Geochemical data from cap carbonates deposited above Cryogenian glacial deposits have been widely used to infer the conditions that prevailed in the aftermath of snowball Earth. However, the time scale over which these carbonates were deposited and the degree to which they record the chemistry of a globally well-mixed ocean have remained poorly constrained. During deglaciation, a large volume of meltwater entered the ocean, creating two distinct layers: the fresh, hot, and light upper layer, and the salty, cold, and dense lower layer. Here we estimate the ocean mixing time scale based on energetic constraints.
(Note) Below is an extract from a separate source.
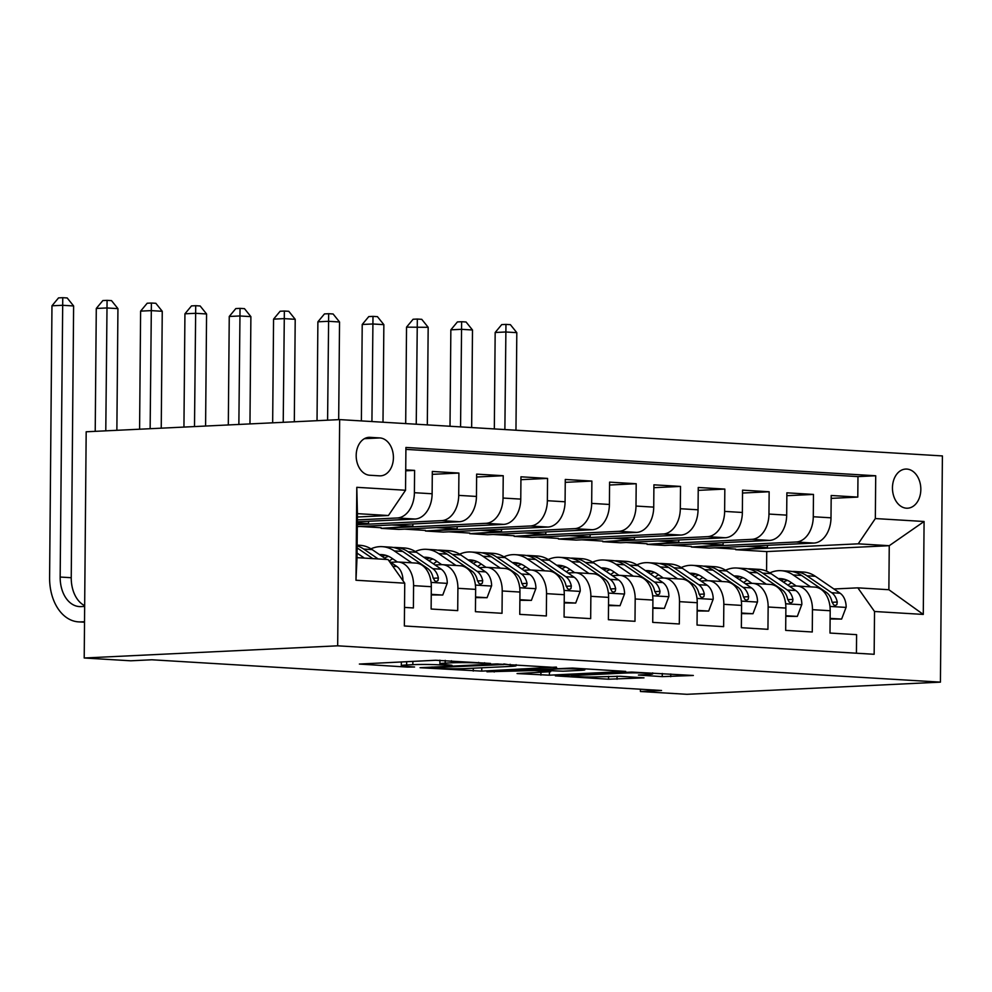 <?xml version="1.0" encoding="UTF-8"?>
<svg xmlns="http://www.w3.org/2000/svg" width="992" height="992" viewBox="0 0 992 992"><rect width="100%" height="100%" fill="white"/><g stroke="black" fill="none" stroke-linecap="round" stroke-linejoin="round"><path stroke-width="1.49" d="M490.532 663.437L435.674 660.263L359.364 664.057L407.452 667.095L414.569 666.996L407.278 666.45A19.232 1.042 -179.5 0 1 401.314 665.644A19.232 1.042 -179.5 0 1 406.621 664.975L412.846 664.677A19.232 1.042 -179.5 0 1 440.039 664.876L451.968 665.285L445.842 664.603A19.232 1.042 -179.5 0 1 439.878 663.797A19.232 1.042 -179.5 0 1 445.185 663.127L451.41 662.83A19.232 1.042 -179.5 0 1 478.603 663.028L490.532 663.437M906.812 469.067A19.592 14.173 87.2 0 0 905.696 469.067A19.592 14.173 87.2 0 0 892.465 488.548A19.592 14.173 87.2 0 0 906.465 508.202A19.592 14.173 87.2 0 0 907.581 508.202A19.592 14.173 87.2 0 0 920.824 488.721A19.592 14.173 87.2 0 0 906.812 469.067M662.247 676.631L693.346 675.478L631.644 672.068L555.346 675.862L608.542 679.21L643.994 677.846L620.161 676.271L599.131 676.817A16.083 0.868 -179.5 0 1 581.51 676.866A16.083 0.868 -179.5 0 1 571.417 675.974A16.083 0.868 -179.5 0 1 575.856 675.416L624.985 673.047A16.083 0.868 -179.5 0 1 642.605 672.998A16.083 0.868 -179.5 0 1 652.699 673.89A16.083 0.868 -179.5 0 1 648.26 674.448L638.414 675.056L662.247 676.631L662.272 673.469M337.677 645.817L84.208 657.994L130.733 660.796L151.863 659.779L661.54 690.494L640.423 691.511L686.96 694.313L940.428 682.136L337.677 645.817L339.648 419.604L942.4 455.923L940.428 682.136M556.388 667.529L496.36 663.921L420.05 667.715L481.752 671.125L556.388 667.083M572.496 668.062L625.692 671.398L549.394 675.192L517.068 673.556L550.659 671.683L534.217 670.555L486.96 671.782L572.496 668.062M831.172 498.368L857.795 497.091L831.197 495.492L830.998 517.812L813.279 516.745A24.49 16.864 93.4 0 1 796.167 542.004L691.399 547.038L723.081 544.906L723.106 542.636M786.854 495.702L813.465 494.425L786.879 492.826L786.681 515.133L768.961 514.067A24.49 16.864 93.4 0 1 751.849 539.338L647.082 544.372L678.764 542.24L678.788 539.97M742.537 493.036L769.147 491.759L742.562 490.147L742.363 512.467L724.631 511.401A24.49 16.864 93.4 0 1 707.519 536.66L602.752 541.694L634.446 539.561L634.471 537.292M698.219 490.358L724.83 489.081L698.244 487.481L698.046 509.801L680.314 508.722A24.49 16.864 93.4 0 1 663.202 533.994L558.434 539.028L590.128 536.895L590.141 534.626M653.889 487.692L680.512 486.415L653.914 484.815L653.728 507.123L635.996 506.056A24.49 16.864 93.4 0 1 618.884 531.328L514.116 536.362L545.811 534.229L545.823 531.96M609.572 485.026L636.194 483.736L609.596 482.137L609.398 504.457L591.678 503.39A24.49 16.864 93.4 0 1 574.566 528.649L469.799 533.684L501.481 531.551L501.506 529.282M565.254 482.348L591.877 481.07L565.279 479.471L565.08 501.791L547.361 500.712A24.49 16.864 93.4 0 1 530.249 525.983L425.481 531.018L457.163 528.885L457.188 526.616M520.936 479.682L547.547 478.404L520.961 476.805L520.763 499.112L503.031 498.046A24.49 16.864 93.4 0 1 485.919 523.317L381.151 528.352L412.846 526.219L412.87 523.95M476.619 477.016L503.229 475.726L476.644 474.126L476.445 496.446L458.713 495.38A24.49 16.864 93.4 0 1 441.601 520.639L357.318 524.694M432.289 474.337L458.912 473.06L432.314 471.46L432.128 493.768A24.49 16.864 93.4 0 1 415.016 519.039L357.343 521.817M404.525 607.414L413.391 607.947L413.59 585.64A24.49 16.864 93.4 0 0 398.164 562.005A24.49 16.864 93.4 0 0 396.899 561.993L390.724 562.29M398.164 562.005L415.884 563.072A24.49 16.864 93.4 0 1 431.309 586.706L431.123 609.026L457.709 610.626L457.907 588.306A24.49 16.864 93.4 0 0 442.482 564.671A24.49 16.864 93.4 0 0 441.217 564.659L435.042 564.956M442.482 564.671L460.214 565.738A24.49 16.864 -86.6 0 1 475.639 589.372L475.441 611.692L502.026 613.292L502.225 590.972A24.49 16.864 93.4 0 0 486.799 567.337A24.49 16.864 93.4 0 0 485.534 567.337L479.359 567.635M486.799 567.337L504.531 568.404A24.49 16.864 -86.6 0 1 519.957 592.05L519.758 614.358L546.356 615.958L546.542 593.65A24.49 16.864 93.4 0 0 531.117 570.016A24.49 16.864 93.4 0 0 529.864 570.003L523.677 570.301M531.117 570.016L548.849 571.082A24.49 16.864 -86.6 0 1 564.274 594.716L564.076 617.036L590.674 618.636L590.86 596.316A24.49 16.864 93.4 0 0 575.434 572.682A24.49 16.864 93.4 0 0 574.182 572.669L567.994 572.967M575.434 572.682L593.166 573.748A24.49 16.864 -86.6 0 1 608.592 597.382L608.394 619.702L634.992 621.302L635.19 598.994A24.49 16.864 93.4 0 0 619.764 575.348A24.49 16.864 93.4 0 0 618.5 575.348L612.324 575.645M619.764 575.348L637.484 576.426A24.49 16.864 -86.6 0 1 652.91 600.061L652.724 622.368L679.309 623.98L679.508 601.66A24.49 16.864 93.4 0 0 664.082 578.026A24.49 16.864 93.4 0 0 662.817 578.014L656.642 578.311M664.082 578.026L681.802 579.092A24.49 16.864 -86.6 0 1 697.227 602.727L697.041 625.047L723.627 626.646L723.825 604.326A24.49 16.864 93.4 0 0 708.4 580.692A24.49 16.864 93.4 0 0 707.135 580.68L700.96 580.977M708.4 580.692L726.132 581.758A24.49 16.864 -86.6 0 1 741.557 605.393L741.359 627.713L767.944 629.312L768.143 607.005A24.49 16.864 93.4 0 0 752.717 583.358A24.49 16.864 93.4 0 0 751.465 583.358L745.277 583.656M752.717 583.358L770.449 584.437A24.49 16.864 -86.6 0 1 785.875 608.071L785.676 630.379L812.274 631.991L812.46 609.671A24.49 16.864 93.4 0 0 797.035 586.036A24.49 16.864 93.4 0 0 795.782 586.024L789.595 586.322M830.998 517.812A24.49 16.864 -86.6 0 1 813.886 543.07L709.119 548.105L691.399 547.038M786.681 515.133A24.49 16.864 -86.6 0 1 769.569 540.404L664.801 545.439L647.082 544.372M742.363 512.467A24.49 16.864 -86.6 0 1 725.251 537.738L620.484 542.773L602.752 541.694M698.046 509.801A24.49 16.864 -86.6 0 1 680.934 535.06L576.166 540.094L558.434 539.028M653.728 507.123A24.49 16.864 -86.6 0 1 636.616 532.394L531.848 537.428L514.116 536.362M609.398 504.457A24.49 16.864 -86.6 0 1 592.298 529.728L487.518 534.75L469.799 533.684M565.08 501.791A24.49 16.864 -86.6 0 1 547.968 527.05L443.201 532.084L425.481 531.018M520.763 499.112A24.49 16.864 -86.6 0 1 503.651 524.384L398.883 529.418L381.151 528.352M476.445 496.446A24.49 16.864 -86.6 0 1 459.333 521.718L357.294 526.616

We find that the mixing time scale is 104–105 yr, with a best estimate of ~5 x 104 yr, or up to 100 times longer than that of the modern ocean. Mixing of the surface temperature anomaly implies a delayed sea-level rise of 40–50 m associated with pure thermal expansion. This result reconciles geological, geochemical, and paleomagnetic data from basal Ediacaran cap carbonates with physical oceanographic theory. In particular, our model suggests that (1) the cap dolostones formed predominantly in a freshwater environment; (2) the waters in which the dolostones formed were not well mixed with saline deep water, allowing for large geochemical differences between the cap dolostones and the deep ocean; and (3) the cap carbonate sequences formed in a two-phase transgression that lasted >104 yr, which is consistent with both local sea-level records and the preservation of magnetic excursions and reversals.